亚男觉得她欠自家男人的,所以就算深夜里偷偷抹眼泪,也从来没对郭阿姨诉过苦。
上次郭阿姨见到女儿瘦了一大圈,就想找她婆婆去理论。
亚男拼命拦住,说婆家的亲戚好多人指责她,说她不给婆家生孩子,继承香火。都是婆婆护着她,有这样的好婆婆是她一辈子修来的福气。
想到这,郭阿姨的眼角就直抽抽,亚男的婆婆虽然长得慈眉善目,但是干的事她都不好意思对外人说。
三年前,亚男公公病重,她特意请假过去探望亲家。
在病房里,她差点被辣瞎眼睛。
老头儿都快完犊子了,亚男婆婆搁那儿打扮得花枝招展,满病房乱串。
一会儿拿着水果感谢医生,一会儿去跟隔壁病房诉说心情苦闷。

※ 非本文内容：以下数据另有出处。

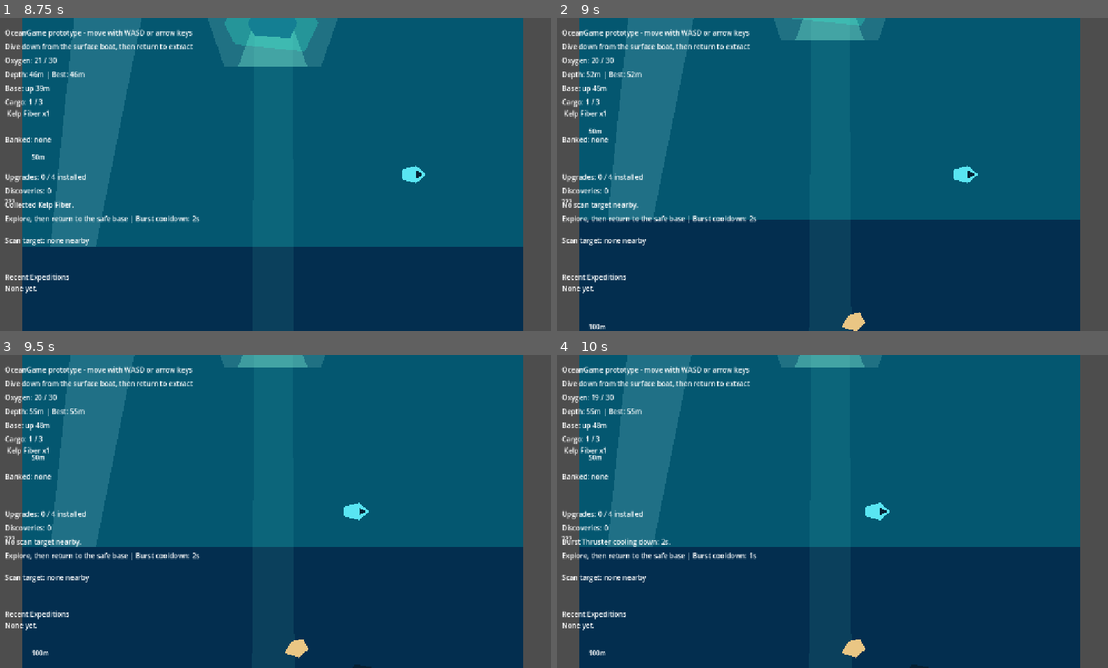
Above: before the commit, frames 1-4 (two rows, left to right).
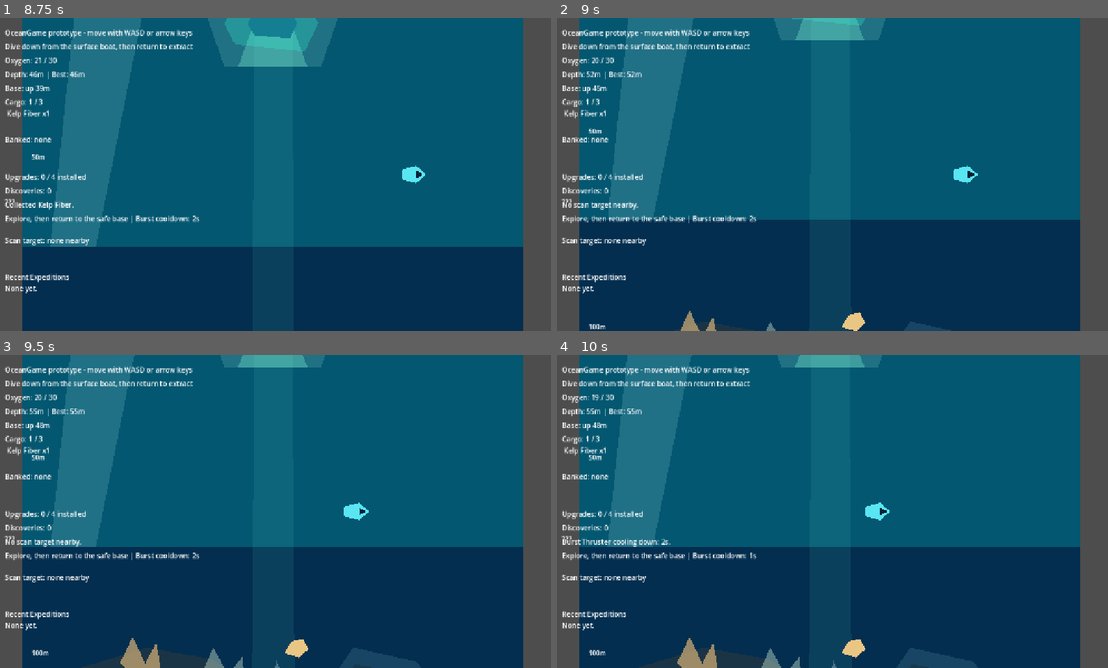
Above: after the commit, the same moments.

Repository: joeypshell/OceanGame
Game: Godot game, scene res://scenes/Main.tscn
Same seed, same stepped clock (60 frames per second), same inputs: the game is played once before the commit and once after it.
Inputs:
- Up to frame 1 (8.75 s): tap E (interact) at 0.5, 0.6, 2.1, 3.6, 5.1, 6.6, 8.1 s; hold D (move_right) 0.53-1.28 s; hold S (move_down) 1.28-2.03 s; tap F (scan) every 1.5 s from 1.35 to 7.35 s; hold D (move_right) 2.03-2.78 s; hold Space (burst_thruster) 2.78-3.53 s; tap R (restart_dive) at 3.5 s; hold A (move_left) 3.53-5.03 s; hold S (move_down) 5.03-5.78 s; hold D (move_right) 5.78-6.53 s; hold Space (burst_thruster) 6.53-7.28 s; hold D (move_right) 7.28-8.03 s; hold S (move_down) from 8.03 s (still down)
- Up to frame 2 (9 s): release S (move_down) at 8.78 s; hold A (move_left) from 8.78 s (still down); tap F (scan) at 8.85 s
- Up to frame 3 (9.5 s): keep holding A (move_left)
- Up to frame 4 (10 s): release A (move_left) at 9.53 s; hold Space (burst_thruster) from 9.53 s (still down); tap E (interact) at 9.6 s

Frame 1 is identical in both runs. In frame 2, 0.2% of the frame differs, in the area x 22-40%, y 93-100%; in frame 3, 0.6%, in the area x 21-68%, y 90-100%; in frame 4, 0.6%.

Commit message:
Resolve #65 Shell Reef pocket

Diff:
--- a/scenes/Main.tscn
+++ b/scenes/Main.tscn
@@ -74,6 +74,32 @@
 [node name="MidwaterWreckSilhouette" type="Polygon2D" parent="."]
 color = Color(0.02, 0.08, 0.12, 0.55)
 polygon = PackedVector2Array(850, 1060, 1160, 1120, 1118, 1210, 782, 1168)
+
+[node name="ShellReefPocket" type="Node2D" parent="."]
+
+[node name="ReefShelf" type="Polygon2D" parent="ShellReefPocket"]
+color = Color(0.18, 0.22, 0.24, 0.58)
+polygon = PackedVector2Array(154, 1068, 318, 1018, 486, 1048, 610, 1128, 744, 1110, 862, 1178, 748, 1242, 520, 1220, 394, 1186, 218, 1218, 90, 1168)
+
+[node name="ShellFanA" type="Polygon2D" parent="ShellReefPocket"]
+color = Color(0.82, 0.68, 0.46, 0.72)
+polygon = PackedVector2Array(250, 1058, 282, 990, 314, 1058, 342, 1006, 356, 1080, 302, 1100)
+
+[node name="ShellFanB" type="Polygon2D" parent="ShellReefPocket"]
+color = Color(0.72, 0.82, 0.76, 0.48)
+polygon = PackedVector2Array(458, 1086, 488, 1018, 526, 1086, 562, 1042, 570, 1120, 500, 1132)
+
+[node name="CoralShardA" type="Polygon2D" parent="ShellReefPocket"]
+color = Color(0.62, 0.74, 0.8, 0.44)
+polygon = PackedVector2Array(634, 1122, 650, 1050, 674, 1128, 710, 1070, 700, 1160, 662, 1168)
+
+[node name="CoralShardB" type="Polygon2D" parent="ShellReefPocket"]
+color = Color(0.9, 0.62, 0.5, 0.4)
+polygon = PackedVector2Array(760, 1182, 778, 1118, 802, 1184, 834, 1148, 822, 1222, 786, 1230)
+
+[node name="ReefCurrentGap" type="Polygon2D" parent="ShellReefPocket"]
+color = Color(0.72, 0.96, 1, 0.12)
+polygon = PackedVector2Array(846, 1018, 1008, 1054, 1138, 1232, 1074, 1302, 936, 1170, 790, 1098)
 
 [node name="DeepGlowHint" type="Polygon2D" parent="."]
 color = Color(0.52, 1, 0.22, 0.24)
Not shown, changed: docs/current/GAMEPLAY.md
Not shown, changed: docs/current/ROADMAP.md
Not shown, changed: docs/planning/PROJECT_STATUS_REVIEW_2026_06_25.md

老头儿的吊瓶都回血了,还是郭阿姨去喊的护士。
第二天,亚男公公就没了,而亚男婆婆连滴眼泪都没掉,白瞎给她准备了一肚子安慰的话。
葬礼上,更搞笑的一幕出现了。
女婿准备给豆腐宴开场,客套地问他妈说点啥不。
接过,亚男婆婆端起酒杯滔滔不绝,一敬自家男人,请他放心离开,自己肯定会照顾好这个家;二敬亲戚朋友......
她端着酒杯的手都酸了,亚男婆婆还没说完,而且声情并茂,唯独不见一丝伤感,她当时心里就认定了亚男婆婆是个不好惹的。
果然,这几年女儿像是被洗脑了一样,每天驴一样地给婆家干活,天天被女婿张小军冷言冷语也无怨无悔,让她急得抓心挠肝。
见到楚娇收拾完,郭阿姨就迫不及待地把女儿推到了楚娇面前。
亚男看着她妈急切的样子,有些不好意思。
“楚娇妹子,我这个毛病都看了好多医生了,就算不能治,你也别往心里去。我就是这个命,我认了。”
楚娇笑眯眯地看着她:“亚男姐姐,让我看看再说。我先给你摸摸脉。”
说着,她拉着亚男坐下,然后让她把手腕放在引枕上,三根手指放在亚男的手腕,微闭双眼感受着亚男的脉搏跳动。
郭阿姨屏住呼吸,屁股都从沙发上抬了起来。
过了几分钟,楚娇睁开了眼睛,依然是那副笑眯眯的模样。
“怎么样,你亚男姐姐还有救吗?”郭阿姨迫不及待地询问起来。
楚娇笑了起来:“郭阿姨,亚男姐姐根本没有毛病,她的身体健康着呢。”
“她能生出来孩子?”郭阿姨问。
楚娇点点头,对亚男说:“亚男姐姐,你就是有点肝气郁结,喝点柴胡疏肝散就好了。”
“那我为什么到现在还没有孩子?”亚男有些怀疑,楚娇妹子年龄这么小,说不定根本不会看。
楚娇严肃地说:“亚男姐,能不能生出孩子可不光是女人的事。”
她伸出两根食指比在了一起:“男女缺一不可。”
“孩子不是从女人肚皮里出来的,跟男人有什么关系?”亚男听不懂她的意思。
楚娇不得不给她科普:“男人需要把自己的种子种到女人的身体里。姐,你想啊,你光有土地,就算土地再肥沃,人家给你一把瘪谷子,你能产出粮吗?更何况,也有可能他连瘪谷子都没给你,你干着急也没用。”
郭阿姨听了楚娇这么形象的比喻,一下子就听明白了,感情自己女婿是个瞎苞米啊!